Auch die nach dem Mai 1945 eingezogenen Amis, weil beschlagnahmt, kamen mit dem Komfort der Häuser gut zu recht. Als in den 1950er Jahren die Objekte wieder an die WBG zurückgegeben wurden, fehlten in allen Wohnungen die Toilettenschüsseln. Die Amis nahmen sie als „Kriegsbeute“ mit. Vermutlich zierten damals solche Schüsseln Villen in Oklahoma oder Iowa und sorgten für Heiterkeit über den Nazi-Innenarchitekturstil.

Kohlebadeofen mit Sitzbadewanne und Treppenhausleuchte.




Von Mesalliancen und Balkonmopeds

Eine Wohnung wurde nicht beschlagnahmt. In ihr lebte bis zu Ihrem Tode eine Mieterin, von der spätere Nachbarn behaupteten, sie entstamme einer unziemlichen Beziehung aus einem schwäbischen Adelsgeschlecht. In der Nachkriegszeit pflegte die junge Dame angeblich gute Kontakte zu den Amerikanern. Der Sohn der Mieterin blieb nach ihrem Tod in der Wohnung. Auf dem großen Balkon reparierte er regelmäßig sein Kreidler Moped. Als er eines Tages selbiges vom 3. Stock durch das Treppenhaus nach unten holpern ließ, fiel das Gerumpel einem Hausmeister auf. In Sorge um den Wohnungszustand als Mopedwerkstatt entdeckte die WBG die einzigartige Toilettenschüssel.

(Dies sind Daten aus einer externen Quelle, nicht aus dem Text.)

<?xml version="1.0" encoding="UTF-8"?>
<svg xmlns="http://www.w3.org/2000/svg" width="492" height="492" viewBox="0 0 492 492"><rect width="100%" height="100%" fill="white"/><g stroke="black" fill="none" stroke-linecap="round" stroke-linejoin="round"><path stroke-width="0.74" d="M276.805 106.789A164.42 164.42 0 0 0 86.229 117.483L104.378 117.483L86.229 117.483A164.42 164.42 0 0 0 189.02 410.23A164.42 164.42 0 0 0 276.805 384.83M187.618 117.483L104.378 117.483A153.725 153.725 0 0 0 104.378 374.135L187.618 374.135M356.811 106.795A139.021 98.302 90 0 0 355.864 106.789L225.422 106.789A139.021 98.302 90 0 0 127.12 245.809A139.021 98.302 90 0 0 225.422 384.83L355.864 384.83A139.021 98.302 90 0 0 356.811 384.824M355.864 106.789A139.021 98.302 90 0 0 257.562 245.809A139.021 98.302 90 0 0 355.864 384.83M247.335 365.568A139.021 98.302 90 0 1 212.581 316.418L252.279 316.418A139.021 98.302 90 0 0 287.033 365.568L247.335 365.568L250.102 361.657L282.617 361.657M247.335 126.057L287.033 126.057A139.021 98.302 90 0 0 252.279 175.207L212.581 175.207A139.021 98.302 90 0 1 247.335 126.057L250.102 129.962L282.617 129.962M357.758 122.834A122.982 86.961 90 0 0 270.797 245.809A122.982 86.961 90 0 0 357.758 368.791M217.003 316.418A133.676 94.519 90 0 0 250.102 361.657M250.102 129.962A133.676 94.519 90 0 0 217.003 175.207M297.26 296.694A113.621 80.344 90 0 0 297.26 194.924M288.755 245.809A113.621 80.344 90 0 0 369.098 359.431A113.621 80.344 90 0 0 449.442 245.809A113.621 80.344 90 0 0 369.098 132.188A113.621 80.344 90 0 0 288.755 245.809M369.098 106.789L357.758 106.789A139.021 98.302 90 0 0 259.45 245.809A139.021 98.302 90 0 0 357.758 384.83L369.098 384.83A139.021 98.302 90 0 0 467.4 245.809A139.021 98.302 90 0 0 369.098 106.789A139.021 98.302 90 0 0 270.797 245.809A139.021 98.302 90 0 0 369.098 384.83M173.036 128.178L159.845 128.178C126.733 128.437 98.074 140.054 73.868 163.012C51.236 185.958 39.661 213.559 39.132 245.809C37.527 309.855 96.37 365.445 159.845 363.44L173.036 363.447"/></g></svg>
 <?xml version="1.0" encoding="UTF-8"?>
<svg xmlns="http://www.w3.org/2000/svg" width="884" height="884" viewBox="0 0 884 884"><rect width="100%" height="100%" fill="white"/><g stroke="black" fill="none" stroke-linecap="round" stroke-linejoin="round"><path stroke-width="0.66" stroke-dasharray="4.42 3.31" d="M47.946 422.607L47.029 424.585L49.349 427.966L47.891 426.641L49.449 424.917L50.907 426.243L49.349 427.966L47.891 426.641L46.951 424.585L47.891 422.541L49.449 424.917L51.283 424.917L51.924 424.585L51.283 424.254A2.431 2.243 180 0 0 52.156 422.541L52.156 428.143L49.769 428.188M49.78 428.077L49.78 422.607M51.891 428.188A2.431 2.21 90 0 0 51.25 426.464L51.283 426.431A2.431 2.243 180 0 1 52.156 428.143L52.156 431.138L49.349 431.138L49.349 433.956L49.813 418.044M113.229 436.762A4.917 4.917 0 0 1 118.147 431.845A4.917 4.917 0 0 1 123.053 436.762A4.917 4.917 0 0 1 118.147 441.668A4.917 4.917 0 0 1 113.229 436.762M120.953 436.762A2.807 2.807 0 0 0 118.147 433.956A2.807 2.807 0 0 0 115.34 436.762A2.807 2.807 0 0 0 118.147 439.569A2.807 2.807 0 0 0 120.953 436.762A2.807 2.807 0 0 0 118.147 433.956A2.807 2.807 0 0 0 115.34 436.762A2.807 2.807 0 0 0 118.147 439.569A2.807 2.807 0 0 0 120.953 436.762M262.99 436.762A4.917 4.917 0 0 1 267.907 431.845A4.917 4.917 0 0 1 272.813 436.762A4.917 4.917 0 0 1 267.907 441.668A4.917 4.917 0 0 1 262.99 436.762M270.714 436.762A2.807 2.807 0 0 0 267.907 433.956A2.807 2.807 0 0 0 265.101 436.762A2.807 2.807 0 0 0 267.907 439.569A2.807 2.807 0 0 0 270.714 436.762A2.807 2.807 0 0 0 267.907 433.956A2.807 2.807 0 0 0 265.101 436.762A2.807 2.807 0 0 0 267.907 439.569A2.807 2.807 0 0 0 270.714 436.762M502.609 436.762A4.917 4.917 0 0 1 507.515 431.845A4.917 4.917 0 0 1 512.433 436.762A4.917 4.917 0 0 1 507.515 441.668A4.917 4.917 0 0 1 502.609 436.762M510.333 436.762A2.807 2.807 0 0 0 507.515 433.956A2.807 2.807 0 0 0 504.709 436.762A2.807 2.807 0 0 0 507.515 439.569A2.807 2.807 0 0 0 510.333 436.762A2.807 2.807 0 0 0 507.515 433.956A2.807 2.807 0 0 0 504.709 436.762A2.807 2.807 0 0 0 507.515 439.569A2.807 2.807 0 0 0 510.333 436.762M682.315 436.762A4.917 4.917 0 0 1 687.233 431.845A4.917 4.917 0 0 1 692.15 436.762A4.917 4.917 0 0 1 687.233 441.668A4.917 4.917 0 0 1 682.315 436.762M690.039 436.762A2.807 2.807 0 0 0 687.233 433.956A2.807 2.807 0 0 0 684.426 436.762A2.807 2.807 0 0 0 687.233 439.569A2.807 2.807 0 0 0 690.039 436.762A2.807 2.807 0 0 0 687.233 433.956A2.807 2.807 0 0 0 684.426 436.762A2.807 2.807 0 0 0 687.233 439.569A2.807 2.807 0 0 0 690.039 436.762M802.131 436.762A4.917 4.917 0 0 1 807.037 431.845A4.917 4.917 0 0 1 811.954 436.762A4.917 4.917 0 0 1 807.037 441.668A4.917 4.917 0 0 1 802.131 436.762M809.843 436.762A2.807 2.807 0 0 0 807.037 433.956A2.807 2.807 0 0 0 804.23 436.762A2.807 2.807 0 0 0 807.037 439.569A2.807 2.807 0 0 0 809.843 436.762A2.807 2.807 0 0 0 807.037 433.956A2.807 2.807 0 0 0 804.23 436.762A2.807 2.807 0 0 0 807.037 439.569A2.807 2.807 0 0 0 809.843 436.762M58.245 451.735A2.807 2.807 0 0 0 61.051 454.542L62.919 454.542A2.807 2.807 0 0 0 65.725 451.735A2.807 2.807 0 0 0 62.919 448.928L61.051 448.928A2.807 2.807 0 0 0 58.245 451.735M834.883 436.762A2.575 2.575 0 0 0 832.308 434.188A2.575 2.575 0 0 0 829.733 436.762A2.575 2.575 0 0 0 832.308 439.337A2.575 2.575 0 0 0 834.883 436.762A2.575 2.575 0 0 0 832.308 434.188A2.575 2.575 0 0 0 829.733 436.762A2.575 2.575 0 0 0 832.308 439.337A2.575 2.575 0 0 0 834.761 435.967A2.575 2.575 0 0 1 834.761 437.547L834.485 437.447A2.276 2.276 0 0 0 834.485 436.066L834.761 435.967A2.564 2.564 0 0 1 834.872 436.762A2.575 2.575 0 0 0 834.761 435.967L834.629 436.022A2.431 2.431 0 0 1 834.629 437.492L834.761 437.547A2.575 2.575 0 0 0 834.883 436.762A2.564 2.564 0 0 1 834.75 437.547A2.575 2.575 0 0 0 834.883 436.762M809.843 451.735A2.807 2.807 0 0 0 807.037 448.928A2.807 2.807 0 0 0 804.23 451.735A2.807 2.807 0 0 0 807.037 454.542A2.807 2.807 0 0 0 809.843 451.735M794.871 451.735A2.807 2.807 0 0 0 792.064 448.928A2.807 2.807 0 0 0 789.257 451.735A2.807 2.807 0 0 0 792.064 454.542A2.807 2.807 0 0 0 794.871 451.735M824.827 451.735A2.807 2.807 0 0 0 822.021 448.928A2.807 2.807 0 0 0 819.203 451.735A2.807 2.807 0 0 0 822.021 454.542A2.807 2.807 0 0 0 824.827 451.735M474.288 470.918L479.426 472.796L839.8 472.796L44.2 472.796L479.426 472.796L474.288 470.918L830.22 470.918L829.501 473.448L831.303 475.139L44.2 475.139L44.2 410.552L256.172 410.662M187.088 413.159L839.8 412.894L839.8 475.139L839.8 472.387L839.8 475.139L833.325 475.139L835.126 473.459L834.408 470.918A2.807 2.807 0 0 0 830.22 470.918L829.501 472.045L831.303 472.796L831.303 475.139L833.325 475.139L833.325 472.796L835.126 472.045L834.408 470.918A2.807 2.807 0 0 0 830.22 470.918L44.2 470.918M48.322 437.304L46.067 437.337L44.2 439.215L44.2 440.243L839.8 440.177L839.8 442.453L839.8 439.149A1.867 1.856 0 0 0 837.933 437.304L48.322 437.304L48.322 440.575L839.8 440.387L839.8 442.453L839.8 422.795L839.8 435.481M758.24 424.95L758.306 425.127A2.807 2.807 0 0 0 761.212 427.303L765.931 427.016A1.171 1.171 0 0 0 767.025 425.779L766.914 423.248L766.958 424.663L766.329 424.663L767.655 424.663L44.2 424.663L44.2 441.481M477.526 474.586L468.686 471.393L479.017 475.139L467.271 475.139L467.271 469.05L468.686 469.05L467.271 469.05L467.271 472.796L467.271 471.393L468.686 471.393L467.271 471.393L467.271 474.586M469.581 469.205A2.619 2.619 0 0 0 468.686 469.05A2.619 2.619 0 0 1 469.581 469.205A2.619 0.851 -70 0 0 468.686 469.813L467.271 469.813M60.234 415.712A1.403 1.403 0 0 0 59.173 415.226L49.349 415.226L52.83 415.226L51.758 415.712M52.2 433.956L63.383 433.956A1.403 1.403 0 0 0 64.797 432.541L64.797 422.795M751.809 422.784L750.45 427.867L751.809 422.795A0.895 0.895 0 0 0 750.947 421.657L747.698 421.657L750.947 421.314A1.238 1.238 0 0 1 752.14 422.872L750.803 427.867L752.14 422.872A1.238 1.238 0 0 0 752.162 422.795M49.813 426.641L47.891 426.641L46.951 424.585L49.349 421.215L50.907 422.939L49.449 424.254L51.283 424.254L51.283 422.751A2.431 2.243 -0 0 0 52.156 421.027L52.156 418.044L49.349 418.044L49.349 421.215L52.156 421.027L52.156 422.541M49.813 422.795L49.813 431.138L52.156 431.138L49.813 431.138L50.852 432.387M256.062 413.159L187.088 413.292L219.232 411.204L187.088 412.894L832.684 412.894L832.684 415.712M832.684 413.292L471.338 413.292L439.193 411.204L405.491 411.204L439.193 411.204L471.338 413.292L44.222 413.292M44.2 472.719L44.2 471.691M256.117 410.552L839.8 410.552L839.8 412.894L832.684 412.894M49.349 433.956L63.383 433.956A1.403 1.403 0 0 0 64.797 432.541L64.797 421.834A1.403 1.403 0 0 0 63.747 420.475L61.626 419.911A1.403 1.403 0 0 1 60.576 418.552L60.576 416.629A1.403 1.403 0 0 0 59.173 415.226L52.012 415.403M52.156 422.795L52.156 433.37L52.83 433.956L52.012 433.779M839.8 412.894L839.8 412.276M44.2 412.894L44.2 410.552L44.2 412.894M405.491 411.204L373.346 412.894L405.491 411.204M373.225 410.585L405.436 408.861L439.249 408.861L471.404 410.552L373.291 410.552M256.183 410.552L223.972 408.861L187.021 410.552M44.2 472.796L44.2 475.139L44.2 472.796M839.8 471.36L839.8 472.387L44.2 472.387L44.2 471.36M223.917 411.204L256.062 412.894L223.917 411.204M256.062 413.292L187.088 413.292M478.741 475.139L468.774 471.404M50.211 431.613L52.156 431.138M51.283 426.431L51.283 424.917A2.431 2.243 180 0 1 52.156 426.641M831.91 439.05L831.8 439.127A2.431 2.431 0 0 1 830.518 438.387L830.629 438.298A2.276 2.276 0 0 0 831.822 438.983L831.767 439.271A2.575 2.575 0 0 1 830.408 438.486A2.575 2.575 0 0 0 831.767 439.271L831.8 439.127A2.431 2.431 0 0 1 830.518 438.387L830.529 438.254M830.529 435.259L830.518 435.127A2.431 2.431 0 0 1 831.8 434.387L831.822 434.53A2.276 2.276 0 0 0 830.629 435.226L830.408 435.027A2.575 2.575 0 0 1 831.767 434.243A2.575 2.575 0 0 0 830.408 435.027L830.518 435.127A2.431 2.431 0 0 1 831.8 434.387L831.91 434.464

Waschmaschinenwerbung und der kupferne Kaldewei Badeofen.



Zeugnis der Stadt- und Zeitgeschichte

Laut Dr. Hoppe ist es der Zweck der in der Bundesrepublik einzigartigen Sammlung, die in Teilen schon Element einer Wanderausstellung war, die Entwicklung der Wohnkultur der letzten 100 Jahre zu dokumentieren und zu bewahren. Diese Geschichte beschränkt sich nicht auf die Gegenstände allein. Deren Wertigkeit kann man von Glump und Graffel bis einzigartiges Industriedesign deuten. Es ist vielmehr die Geschichte der Menschen und ihrer Lebensumstände, für die die WBG als Organ der städtischen Wohnungspolitik zu sorgen hat.

Dr. Mark Dominik Hoppe, Geschäftsführer der Wohnbaugruppe Augsburg.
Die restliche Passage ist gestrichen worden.